As well as crop rotation, the milpa tradition is based on “graze, slash and burn”, which sees farmers routinely setting fire to part of their land to remove weeds before planting new seeds. Although this has been practised for generations, the food demands of a rising population often mean that leaving land fallow for extended periods is no longer an option.
“Although fire is part of the natural cycle, scientists have concerns about this process because when you burn soil you kill the microbes in it, and this is happening more and more frequently. As a result, many farmers have to turn to chemical pesticides to deal with pests, which poses a huge environmental risk,” says Rafael Mier, founder of Fundación Tortilla, an agricultural organisation that promotes knowledge about the environmental and cultural significance of corn in Mexico.
At Mestiza de Indias, the team favours environmentally friendly techniques to improve soil quality. Ash acts as a natural fertiliser, plants are allowed to go to seed and then replanted for next season so they are naturally more adapted to the harsh conditions, and Samaranch favours bokashi composting, which sees yeast and biochar break down organic matter in as little as 15 days.
With water becoming increasingly precious on the Yucatán peninsula, Samaranch has studied the Aztec system of chinampa, in which fertile raised beds were built on the lakes to cultivate food crops, and an ancient technique used to improve water retention, in which layers of charcoal are placed underneath the crops to act like a sponge.

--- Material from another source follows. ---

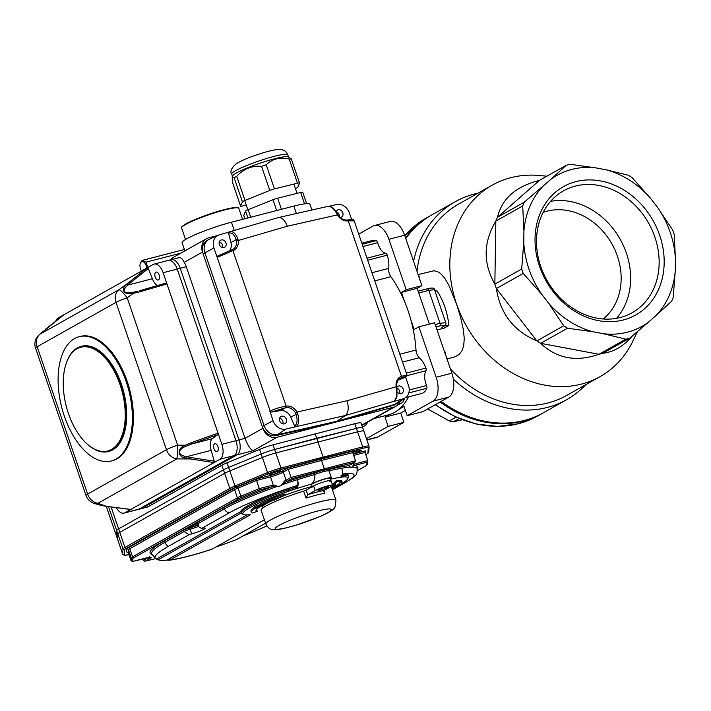 <?xml version="1.0" encoding="UTF-8"?>
<svg xmlns="http://www.w3.org/2000/svg" width="711" height="711" viewBox="0 0 711 711"><rect width="100%" height="100%" fill="white"/><g stroke="black" fill="none" stroke-linecap="round" stroke-linejoin="round"><path stroke-width="1.07" d="M542.911 413.047A113.582 94.714 -119.4 0 1 542.377 413.358A113.582 94.714 -119.4 0 1 523.189 421.063A113.582 94.714 -119.4 0 1 440.082 401.964M405.563 237.954A113.582 94.714 -119.4 0 1 430.955 215.397A113.582 94.714 -119.4 0 1 431.488 215.095M546.839 176.212L539.809 175.528A109.876 91.621 60.6 0 0 492.27 185.136A109.876 91.621 60.6 0 0 456.542 304.041A109.876 91.621 60.6 0 0 583.767 383.469A109.876 91.621 60.6 0 0 600.057 376.634A109.876 91.621 60.6 0 0 632.932 340.978L637.42 331.637M446.979 358.922L454.996 356.798L458.684 354.789L461.892 350.994L463.723 345.83L464.247 338.338L463.332 329.584L460.541 317.053L456.542 304.041L448.605 284.72L444.588 277.974L440.358 273.308L437.141 271.398L433.754 270.793L418.095 274.579M450.401 368.92A109.876 91.621 60.6 0 0 566.569 395.485L600.057 376.634M492.27 185.136L458.773 203.986A109.876 91.621 60.6 0 0 416.993 271.353M427.631 408.976L449.325 420.948A92.714 77.312 60.6 0 0 453.511 421.73L462.274 419.774M459.19 418.53L453.511 421.73M456.053 417.161L449.325 420.948M632.746 335.583C623.707 346.159 613.717 352.069 602.795 353.296A92.59 77.215 -119.4 0 1 598.946 354.291C576.221 362.228 556.793 358.575 540.662 343.333A92.59 77.215 -119.4 0 1 536.867 340.907C513.697 330.962 500.197 313.524 496.367 288.568A92.59 77.215 -119.4 0 1 494.847 284.133C482.956 263.177 483.293 242.158 495.843 221.077A92.59 77.215 -119.4 0 1 497.496 217.237C502.01 198.582 515.982 186.3 539.409 180.398L566.258 165.29A92.59 77.215 -119.4 0 1 570.106 164.294L595.658 167.849A86.626 72.238 60.6 0 0 550.723 179.465L566.258 165.29M625.787 339.183L603.55 333.752A86.626 72.238 60.6 0 0 648.485 322.145L629.644 338.187A92.59 77.215 -119.4 0 1 625.787 339.183L598.946 354.291L540.662 343.333L567.511 328.224A92.59 77.215 -119.4 0 1 563.716 325.789L548.768 303.401L541.48 293.981L523.207 273.459A92.59 77.215 -119.4 0 1 521.696 269.025L523.758 242.238L523.936 230.888L522.692 205.968A92.59 77.215 -119.4 0 1 524.336 202.128L550.723 179.465M477.899 193.223A113.582 94.714 60.6 0 0 474.361 194.05A113.582 94.714 60.6 0 0 455.182 201.764L432.021 214.793A113.582 94.714 60.6 0 0 405.759 238.549M441.158 401.368A113.582 94.714 60.6 0 0 543.444 412.753L566.605 399.715A113.582 94.714 60.6 0 0 585.695 384.722M455.182 201.764A113.582 94.714 60.6 0 0 413.571 261.355M453.36 379.167A113.582 94.714 60.6 0 0 566.605 399.715M673.201 297.509A92.59 77.215 -119.4 0 1 671.557 301.34L656.022 315.515A86.626 72.238 60.6 0 0 675.272 270.713L673.201 297.509M543.186 186.095A86.626 72.238 60.6 0 0 523.936 230.888M523.758 242.238A86.626 72.238 60.6 0 0 541.48 293.981M548.768 303.401A86.626 72.238 60.6 0 0 593.063 331.779L567.511 328.224M603.55 333.752L593.063 331.779M656.022 315.515L648.485 322.145M675.45 259.373A86.626 72.238 60.6 0 0 657.737 207.621L672.686 230.017A92.59 77.215 -119.4 0 1 674.206 234.452L675.45 259.373L675.272 270.713M650.441 198.209A86.626 72.238 60.6 0 0 606.145 169.822L628.382 175.253A92.59 77.215 -119.4 0 1 632.177 177.679L650.441 198.209L657.737 207.621M595.658 167.849L606.145 169.822M623.289 319.986A73.651 61.413 -119.4 0 1 535.738 229.653A73.651 61.413 -119.4 0 1 639.784 202.777A73.651 61.413 -119.4 0 1 623.289 319.986M524.336 202.128L497.496 217.237L539.409 180.398M521.696 269.025L494.847 284.133L495.843 221.077L522.692 205.968M563.716 325.789L536.867 340.907L496.367 288.568L523.207 273.459M602.795 353.296L629.644 338.187M444.073 326.056L448.872 325.478L444.117 328.127L437.052 329.948M444.704 352.274L445.362 352.069L444.615 352.016M418.672 276.259L419.357 276.117L418.726 276.41M435.088 291.288L436.998 290.808L434.856 290.666M389.619 414.531L384.998 417.126L388.179 426.404L366.423 438.651M411.056 320.483L414.14 329.495L418.886 326.82L436.154 377.265A19.757 10.647 75.5 0 1 433.008 401.164L407.181 415.704L403.999 406.425L399.386 409.029M358.726 234.123L373.062 226.062A19.757 10.647 75.5 0 1 374.466 225.494A19.757 10.647 75.5 0 1 388.908 239.269L406.185 289.715L401.431 292.381L404.515 301.393M374.466 225.494L390.179 221.432A19.757 10.647 75.5 0 1 404.621 235.208L421.89 285.653L417.144 288.328L429.391 324.109M418.886 326.82L434.599 322.758L451.867 373.204A19.757 10.647 75.5 0 1 448.721 397.111L422.885 411.651L407.181 415.704M405.377 410.443L400.711 413.064L403.884 422.343L378.056 436.883A19.757 10.647 75.5 0 1 376.643 437.452L366.876 439.976M388.179 426.404L403.884 422.343M421.89 285.653L406.185 289.715M401.431 292.381L417.144 288.328M384.998 417.126L400.711 413.064M444.117 328.127C441.318 328.446 441.078 327.869 443.406 326.402L443.984 326.118M436.021 326.936L439.682 325.985A10.123 1.209 -18.9 0 1 443.406 326.402M445.806 322.741L434.492 289.661L428.76 290.364A2.222 1.2 -104.5 0 0 427.133 288.817A2.222 1.2 -104.5 0 0 427.124 288.817A2.222 1.2 -104.5 0 0 426.982 288.879M439.682 325.985A2.222 1.2 -104.5 0 0 440.038 323.301L445.797 322.678M550.643 201.32A69.945 58.329 -119.4 0 1 626.373 253.107A69.945 58.329 -119.4 0 1 616.508 318.332M620.321 317.506A69.945 58.329 -119.4 0 1 543.56 273.611A69.945 58.329 -119.4 0 1 563.512 190.85A69.945 58.329 -119.4 0 1 648.654 223.201A69.945 58.329 -119.4 0 1 632.132 312.76A69.945 58.329 -119.4 0 1 620.321 317.506M603.15 318.981A61.733 51.476 60.6 0 0 617.388 256.129A61.733 51.476 60.6 0 0 543.151 212.402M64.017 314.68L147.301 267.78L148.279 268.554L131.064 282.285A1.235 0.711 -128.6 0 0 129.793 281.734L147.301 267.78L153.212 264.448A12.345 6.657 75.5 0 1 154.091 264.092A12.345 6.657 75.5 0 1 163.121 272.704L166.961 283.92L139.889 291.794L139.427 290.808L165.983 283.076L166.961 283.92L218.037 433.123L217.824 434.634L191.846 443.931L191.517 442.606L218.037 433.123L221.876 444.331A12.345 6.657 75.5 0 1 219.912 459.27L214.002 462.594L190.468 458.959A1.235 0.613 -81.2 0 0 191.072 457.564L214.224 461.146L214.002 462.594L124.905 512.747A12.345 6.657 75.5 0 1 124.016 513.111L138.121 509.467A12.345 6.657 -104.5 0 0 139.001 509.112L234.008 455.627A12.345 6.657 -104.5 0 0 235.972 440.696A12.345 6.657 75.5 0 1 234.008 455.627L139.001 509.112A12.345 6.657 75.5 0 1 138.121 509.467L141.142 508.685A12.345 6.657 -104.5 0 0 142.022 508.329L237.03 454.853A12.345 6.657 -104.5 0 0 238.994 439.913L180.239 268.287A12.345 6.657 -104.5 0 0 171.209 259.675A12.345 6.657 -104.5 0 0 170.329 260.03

Another of the project’s goals is to protect plants that are on the verge of disappearing; Samaranch has spent years hunting for particularly rare plants in back yards and milpas. This has radically changed the prospects of one local resident, Aurelio Batun Nahuat. At 68, his lifelong passion for growing sweet potato – 120 varieties at the last count – has finally found commercial success.
“Nobody was really interested in buying them until I met Gonzalo. Now he guarantees a certain amount of income and encourages me to plant even more unusual varieties,” he says, uncovering the purple insides of a particularly rare root with his machete.
Mier says: “Aside from their cultural and historical significance, native varieties are able to adapt to changing weather conditions because they have genetic diversity. Hybrid and GM crops have very narrow genetic information, which means if something affects one plant, it affects them all. A maize pandemic that could threaten food security on a global scale is a very real possibility.”
Mestiza de Indias is just one of numerous projects aiming to preserve the Yucatán peninsula’s biodiversity, as well as the agricultural heritage of its Indigenous peoples, who live in greater density here than anywhere else in Mexico.
Maíz Criollo Kantunil, a group of farmers and agro-ecologists, has successfully reintroduced three varieties of native maize using seeds supplied by the International Maize and Wheat Improvement Center (CIMMYT). Aldea X-batun in Valladolid’s Zaciabil neighbourhood offers tourists the chance to cook alongside the Cen Canche family using produce grown from their milpa, while the menu at Merida’s Ramiro Cocina highlights native varieties on the brink of disappearing.
Back at Mestiza de Indias, farm worker María Alba de la Flor Pec has no doubt that working on the regenerative farm has become part of her way of life. “I love living off the land and now I’m learning to take care of the environment too. I often apply what I learn here to my own back yard,” she says.